Thursday, October 28, 2021

Title IX And The Next Gen Transgender Issue

When the push for transgender inclusion was about bathrooms, the discussion that ensued was about bathrooms, as if that was the start and end of the issue. Even then, there were other issues at play, locker rooms, showers, dorm and hotel rooms, that didn’t catch the level of interest of bathrooms. That meant people talked about stalls where people did their business, and what was the big deal, really?

The problem was never bathrooms, even if locker rooms, showers and dorms didn’t fit as nicely into the “no biggie” paradigm. Some women raised the issue of privacy, of a safe space for women, and for young girls, to clean and dress without seeing a penis, and without someone with a penis seeing them naked. The “social construct” argument was created in part to overcome the cognitive dissonance of this situation. It was a fight about nothing, about something society invented that didn’t really exist.

Their concerns were dismissed to the extent they were discussed at all. Just because some mom is a prude who feels her child deserves some female privacy is no excuse to discriminate. Their little darlin’ will get over it. A transgender person will not. Why the feelings of one trump the feelings of another was justified by marginalization. The more marginalized person’s rights beat the marginalized, but less so, person’s rights.

But once the initial shock and awe was overcome by the details of toilet stall doors and Puritan moms, the natural progression of the concept would necessarily happen, and to the outrage and horror of the trans community, the BBC said a part of it out loud, a variation on a theme predicted here.

Jennie is a lesbian woman. She says she is only sexually attracted to women who are biologically female and have vaginas. She therefore only has sex and relationships with women who are biologically female.

Jennie doesn’t think this should be controversial, but not everyone agrees. She has been described as transphobic, a genital fetishist, a pervert and a “terf” – a trans exclusionary radical feminist.

Jennie is a woman. Jennie is a lesbian woman. She is not sexually attracted to people with  a penis. Is this not allowed?

“I’ve had someone saying they would rather kill me than Hitler,” says 24-year-old Jennie*.

“They said they would strangle me with a belt if they were in a room with me and Hitler. That was so bizarrely violent, just because I won’t have sex with trans women.”

What’s notable about this is that it isn’t a matter of persuasion, or even personal preference. It’s sexual demands upon threat of violence. That tolerance and empathy piece comes off a lot less sincere when accompanied by the two-prong reaction of deserve to die and worse than Hitler. Nice, right?

“There’s a common argument that they try and use that goes ‘What if you met a woman in a bar and she’s really beautiful and you got on really well and you went home and you discovered that she has a penis?
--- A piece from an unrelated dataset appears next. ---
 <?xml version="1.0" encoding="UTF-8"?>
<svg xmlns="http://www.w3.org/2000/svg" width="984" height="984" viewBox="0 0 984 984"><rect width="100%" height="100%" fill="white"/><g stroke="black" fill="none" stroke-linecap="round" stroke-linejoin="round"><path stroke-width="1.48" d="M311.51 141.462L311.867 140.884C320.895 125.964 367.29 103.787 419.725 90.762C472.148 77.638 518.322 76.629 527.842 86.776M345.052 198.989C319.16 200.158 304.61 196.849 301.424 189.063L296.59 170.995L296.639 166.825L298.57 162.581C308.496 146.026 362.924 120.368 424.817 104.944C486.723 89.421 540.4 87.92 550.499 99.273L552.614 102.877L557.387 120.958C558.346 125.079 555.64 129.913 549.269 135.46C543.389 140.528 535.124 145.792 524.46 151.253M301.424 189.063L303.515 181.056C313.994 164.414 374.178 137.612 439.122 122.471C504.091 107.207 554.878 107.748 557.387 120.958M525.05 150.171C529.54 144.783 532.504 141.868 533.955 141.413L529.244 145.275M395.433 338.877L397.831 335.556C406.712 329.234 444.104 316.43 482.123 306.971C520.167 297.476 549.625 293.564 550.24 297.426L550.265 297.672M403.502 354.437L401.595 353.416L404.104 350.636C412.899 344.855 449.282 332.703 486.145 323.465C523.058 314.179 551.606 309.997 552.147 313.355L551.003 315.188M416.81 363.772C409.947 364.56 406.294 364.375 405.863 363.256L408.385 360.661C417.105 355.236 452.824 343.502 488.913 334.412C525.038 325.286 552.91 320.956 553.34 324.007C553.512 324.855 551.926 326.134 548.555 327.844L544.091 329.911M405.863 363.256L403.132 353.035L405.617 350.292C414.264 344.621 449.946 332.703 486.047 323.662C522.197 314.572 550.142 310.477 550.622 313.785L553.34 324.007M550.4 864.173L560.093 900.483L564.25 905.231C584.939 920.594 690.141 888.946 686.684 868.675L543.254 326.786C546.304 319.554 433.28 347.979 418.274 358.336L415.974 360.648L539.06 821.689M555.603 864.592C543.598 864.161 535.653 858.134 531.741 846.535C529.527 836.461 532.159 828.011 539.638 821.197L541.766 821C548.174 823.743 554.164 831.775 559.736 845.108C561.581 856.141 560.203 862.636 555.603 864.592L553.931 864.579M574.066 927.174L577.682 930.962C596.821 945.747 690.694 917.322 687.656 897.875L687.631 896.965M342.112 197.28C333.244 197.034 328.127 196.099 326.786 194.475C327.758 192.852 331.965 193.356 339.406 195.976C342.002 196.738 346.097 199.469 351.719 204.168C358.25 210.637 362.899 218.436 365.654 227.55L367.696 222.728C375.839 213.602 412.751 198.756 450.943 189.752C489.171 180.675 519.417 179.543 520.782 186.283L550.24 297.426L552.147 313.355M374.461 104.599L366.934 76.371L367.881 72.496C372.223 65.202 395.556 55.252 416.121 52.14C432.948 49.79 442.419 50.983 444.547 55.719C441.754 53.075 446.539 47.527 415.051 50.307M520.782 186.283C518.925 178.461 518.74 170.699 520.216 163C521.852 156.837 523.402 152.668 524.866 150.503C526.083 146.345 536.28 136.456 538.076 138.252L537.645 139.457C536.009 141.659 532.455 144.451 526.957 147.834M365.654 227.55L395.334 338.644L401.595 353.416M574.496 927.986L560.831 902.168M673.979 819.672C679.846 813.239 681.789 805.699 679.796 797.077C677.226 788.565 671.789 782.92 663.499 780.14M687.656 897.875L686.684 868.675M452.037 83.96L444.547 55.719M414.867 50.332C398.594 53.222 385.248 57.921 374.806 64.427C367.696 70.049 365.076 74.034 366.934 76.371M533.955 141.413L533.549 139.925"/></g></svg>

Would you just not be interested?'” says Jennie, who lives in London and works in fashion.

Jennie’s answer is yes, for the obvious reason that she’s a lesbian and, as such, does not want someone to penetrate her with a penis no matter what that person was wearing before, what name she uses or what changes were made to her birth certificate or passport. It’s nothing personal, but it’s very personal.

This arises in the context of a lesbian woman pressured to accept a transgender woman as a woman for the purpose of engaging in sex. It presents the same situation that will arise when a straight man takes a beautiful woman on a date and, at the end of the evening, learns that his date has a penis. What’s it gonna be, boy?

At this stage of the progression, the attack is largely emotional pressure of the sort that many would argue constitutes rape if applied by a straight man to a straight woman.

As well as experiencing pressure to go on dates or engage in sexual activity with trans women, some of the respondents reported being successfully persuaded to do so.

“I thought I would be called a transphobe or that it would be wrong of me to turn down a trans woman who wanted to exchange nude pictures,” one wrote. “Young women feel pressured to sleep with trans women ‘to prove I am not a terf’.”

One woman reported being targeted in an online group. “I was told that homosexuality doesn’t exist and I owed it to my trans sisters to unlearn my ‘genital confusion’ so I can enjoy letting them penetrate me,” she wrote.

One might chalk up the fear of being called a “transphobe” or a “TERF” to the fact that these women were lesbians, and already inclined by their own experiences to be more sensitive to such characterizations. After all, when one relies on marginalization as an argument for asserting rights, it’s hard to deny the same to others, particularly when your initials have been mashed together for years.

But this sensitivity is also prevalent on college campuses. It’s not that every student suddenly identifies as non-binary, but many do to demonstrate their support or that they’re hip. Even students who don’t perceive themselves to be particularly progressive  have a decidedly progressive perspective on issues of race and gender. This leaves many students open to sexual extortion by pressure to engage in sex not based on physical attraction, but identity politics. Nobody on campus wants to be called the university transphobe.

And when the date is over and sex is in the offing, until the moment Timmy learns that Sally has a penis, the option will be acquiesce or discriminate. For now, it’s sexual peer pressure. If that fails, there’s Title IX. It’s going to go there because it has nowhere else to go.